GOAL OF THE EXERCISE: Which of the lines below contain the string "bodies"? Copy each one.

DATA:
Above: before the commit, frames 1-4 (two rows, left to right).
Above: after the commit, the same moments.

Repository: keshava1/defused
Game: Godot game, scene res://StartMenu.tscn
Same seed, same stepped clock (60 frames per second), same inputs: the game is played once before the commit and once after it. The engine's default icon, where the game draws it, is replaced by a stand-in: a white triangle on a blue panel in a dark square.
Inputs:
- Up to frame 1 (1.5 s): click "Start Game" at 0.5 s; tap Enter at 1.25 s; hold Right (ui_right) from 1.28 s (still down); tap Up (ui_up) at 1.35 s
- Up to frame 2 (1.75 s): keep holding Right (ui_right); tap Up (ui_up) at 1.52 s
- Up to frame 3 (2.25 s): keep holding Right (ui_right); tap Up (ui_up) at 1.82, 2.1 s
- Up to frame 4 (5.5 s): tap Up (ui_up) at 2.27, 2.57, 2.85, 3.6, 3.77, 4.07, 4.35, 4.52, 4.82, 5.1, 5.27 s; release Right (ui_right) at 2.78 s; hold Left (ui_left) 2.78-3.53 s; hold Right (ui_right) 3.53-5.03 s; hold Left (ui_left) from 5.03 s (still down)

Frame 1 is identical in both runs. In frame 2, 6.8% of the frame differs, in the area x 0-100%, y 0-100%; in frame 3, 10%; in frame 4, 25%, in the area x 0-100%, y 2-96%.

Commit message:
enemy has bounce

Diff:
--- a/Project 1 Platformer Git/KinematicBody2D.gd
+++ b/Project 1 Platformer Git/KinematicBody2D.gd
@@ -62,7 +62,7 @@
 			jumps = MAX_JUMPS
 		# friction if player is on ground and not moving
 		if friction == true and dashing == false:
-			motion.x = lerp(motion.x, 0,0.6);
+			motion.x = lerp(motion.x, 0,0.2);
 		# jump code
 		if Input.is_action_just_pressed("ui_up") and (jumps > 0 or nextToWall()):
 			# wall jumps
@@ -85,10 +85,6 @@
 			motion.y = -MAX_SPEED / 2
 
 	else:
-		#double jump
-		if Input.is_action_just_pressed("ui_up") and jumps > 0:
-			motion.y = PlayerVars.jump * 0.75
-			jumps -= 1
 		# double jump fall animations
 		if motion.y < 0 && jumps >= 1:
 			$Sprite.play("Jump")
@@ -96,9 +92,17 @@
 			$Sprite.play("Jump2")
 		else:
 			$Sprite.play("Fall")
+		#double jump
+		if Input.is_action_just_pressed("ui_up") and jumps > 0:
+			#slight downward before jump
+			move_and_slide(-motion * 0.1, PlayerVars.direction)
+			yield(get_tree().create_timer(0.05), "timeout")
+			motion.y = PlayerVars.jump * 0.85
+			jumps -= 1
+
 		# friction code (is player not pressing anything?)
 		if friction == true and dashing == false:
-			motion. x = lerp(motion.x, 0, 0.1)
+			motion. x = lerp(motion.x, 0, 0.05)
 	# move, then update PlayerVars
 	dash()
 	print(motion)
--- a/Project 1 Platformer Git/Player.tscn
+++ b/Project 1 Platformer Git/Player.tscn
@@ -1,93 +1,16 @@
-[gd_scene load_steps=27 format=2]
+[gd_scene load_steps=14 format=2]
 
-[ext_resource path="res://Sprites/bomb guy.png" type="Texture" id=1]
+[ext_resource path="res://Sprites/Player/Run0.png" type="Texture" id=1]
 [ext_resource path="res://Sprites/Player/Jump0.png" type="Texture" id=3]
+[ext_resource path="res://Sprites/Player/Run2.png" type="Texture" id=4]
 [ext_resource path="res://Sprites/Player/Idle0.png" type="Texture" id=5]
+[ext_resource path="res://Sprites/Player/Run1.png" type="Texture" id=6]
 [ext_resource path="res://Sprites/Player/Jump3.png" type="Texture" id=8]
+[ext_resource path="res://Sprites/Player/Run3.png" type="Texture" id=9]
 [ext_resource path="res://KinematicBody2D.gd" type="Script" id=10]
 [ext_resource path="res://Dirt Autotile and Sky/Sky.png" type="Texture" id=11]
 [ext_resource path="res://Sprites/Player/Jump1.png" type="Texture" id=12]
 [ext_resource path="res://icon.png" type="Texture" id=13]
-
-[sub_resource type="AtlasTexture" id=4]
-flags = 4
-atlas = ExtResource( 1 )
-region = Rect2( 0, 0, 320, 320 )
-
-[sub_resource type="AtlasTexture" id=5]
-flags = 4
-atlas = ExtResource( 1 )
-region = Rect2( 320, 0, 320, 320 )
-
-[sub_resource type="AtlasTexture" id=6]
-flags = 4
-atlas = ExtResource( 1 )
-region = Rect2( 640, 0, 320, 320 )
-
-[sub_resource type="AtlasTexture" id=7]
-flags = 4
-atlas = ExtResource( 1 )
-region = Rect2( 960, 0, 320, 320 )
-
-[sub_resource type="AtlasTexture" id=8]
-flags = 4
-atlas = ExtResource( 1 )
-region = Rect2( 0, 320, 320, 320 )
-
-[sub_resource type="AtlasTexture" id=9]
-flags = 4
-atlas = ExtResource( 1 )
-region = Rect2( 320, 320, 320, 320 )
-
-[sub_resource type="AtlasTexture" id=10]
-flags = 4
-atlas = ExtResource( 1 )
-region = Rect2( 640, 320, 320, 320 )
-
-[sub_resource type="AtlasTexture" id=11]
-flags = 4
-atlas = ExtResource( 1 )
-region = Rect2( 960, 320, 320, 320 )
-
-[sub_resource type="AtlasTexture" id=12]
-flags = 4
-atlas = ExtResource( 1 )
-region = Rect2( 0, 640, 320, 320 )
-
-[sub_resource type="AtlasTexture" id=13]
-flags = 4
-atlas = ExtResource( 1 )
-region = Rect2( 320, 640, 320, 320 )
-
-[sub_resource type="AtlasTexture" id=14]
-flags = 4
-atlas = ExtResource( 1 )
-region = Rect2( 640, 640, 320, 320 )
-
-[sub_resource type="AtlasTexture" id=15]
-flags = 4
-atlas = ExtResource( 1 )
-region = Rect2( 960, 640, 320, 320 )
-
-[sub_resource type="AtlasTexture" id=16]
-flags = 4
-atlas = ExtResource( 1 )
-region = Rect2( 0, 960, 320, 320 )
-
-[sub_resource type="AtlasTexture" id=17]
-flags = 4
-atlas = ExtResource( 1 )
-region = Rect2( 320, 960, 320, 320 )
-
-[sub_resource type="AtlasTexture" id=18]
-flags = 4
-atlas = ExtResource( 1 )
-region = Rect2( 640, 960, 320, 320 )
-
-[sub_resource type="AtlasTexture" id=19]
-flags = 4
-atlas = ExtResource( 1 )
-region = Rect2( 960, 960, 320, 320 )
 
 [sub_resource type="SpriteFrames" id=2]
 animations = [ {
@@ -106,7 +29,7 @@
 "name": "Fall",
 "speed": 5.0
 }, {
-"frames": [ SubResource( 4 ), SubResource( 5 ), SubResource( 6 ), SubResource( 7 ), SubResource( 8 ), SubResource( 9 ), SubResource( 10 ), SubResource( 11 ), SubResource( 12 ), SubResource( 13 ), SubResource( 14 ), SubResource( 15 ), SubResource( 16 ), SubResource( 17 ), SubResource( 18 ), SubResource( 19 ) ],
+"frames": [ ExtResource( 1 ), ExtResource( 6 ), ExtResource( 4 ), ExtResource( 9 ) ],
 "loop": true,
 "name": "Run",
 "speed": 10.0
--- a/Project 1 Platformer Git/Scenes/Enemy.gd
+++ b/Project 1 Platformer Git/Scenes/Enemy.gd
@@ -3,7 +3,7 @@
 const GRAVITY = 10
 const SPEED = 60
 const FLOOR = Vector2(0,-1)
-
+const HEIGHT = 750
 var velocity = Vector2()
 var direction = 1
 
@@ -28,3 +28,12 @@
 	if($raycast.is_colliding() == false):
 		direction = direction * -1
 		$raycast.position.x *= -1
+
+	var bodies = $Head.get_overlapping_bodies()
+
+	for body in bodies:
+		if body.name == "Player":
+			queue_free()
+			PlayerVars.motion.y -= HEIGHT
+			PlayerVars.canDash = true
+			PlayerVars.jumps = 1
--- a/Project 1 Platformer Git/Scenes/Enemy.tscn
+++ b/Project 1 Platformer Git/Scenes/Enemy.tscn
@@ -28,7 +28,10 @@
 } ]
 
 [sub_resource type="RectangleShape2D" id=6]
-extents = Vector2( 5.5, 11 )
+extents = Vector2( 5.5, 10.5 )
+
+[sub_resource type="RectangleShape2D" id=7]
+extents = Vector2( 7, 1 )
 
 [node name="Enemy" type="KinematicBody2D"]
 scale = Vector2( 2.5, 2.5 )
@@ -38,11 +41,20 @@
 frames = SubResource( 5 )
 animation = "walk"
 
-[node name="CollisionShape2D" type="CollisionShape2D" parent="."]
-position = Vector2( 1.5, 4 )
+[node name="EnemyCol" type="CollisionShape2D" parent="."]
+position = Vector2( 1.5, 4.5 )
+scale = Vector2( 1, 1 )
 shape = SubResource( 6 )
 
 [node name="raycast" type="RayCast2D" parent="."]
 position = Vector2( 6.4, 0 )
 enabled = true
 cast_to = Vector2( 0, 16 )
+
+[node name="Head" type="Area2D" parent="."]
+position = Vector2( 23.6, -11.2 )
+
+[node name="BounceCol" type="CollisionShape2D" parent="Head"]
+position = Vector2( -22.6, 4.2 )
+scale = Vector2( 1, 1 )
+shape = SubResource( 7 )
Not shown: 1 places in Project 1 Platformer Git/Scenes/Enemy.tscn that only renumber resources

ANSWER TO THE EXERCISE:
+	var bodies = $Head.get_overlapping_bodies()
+	for body in bodies:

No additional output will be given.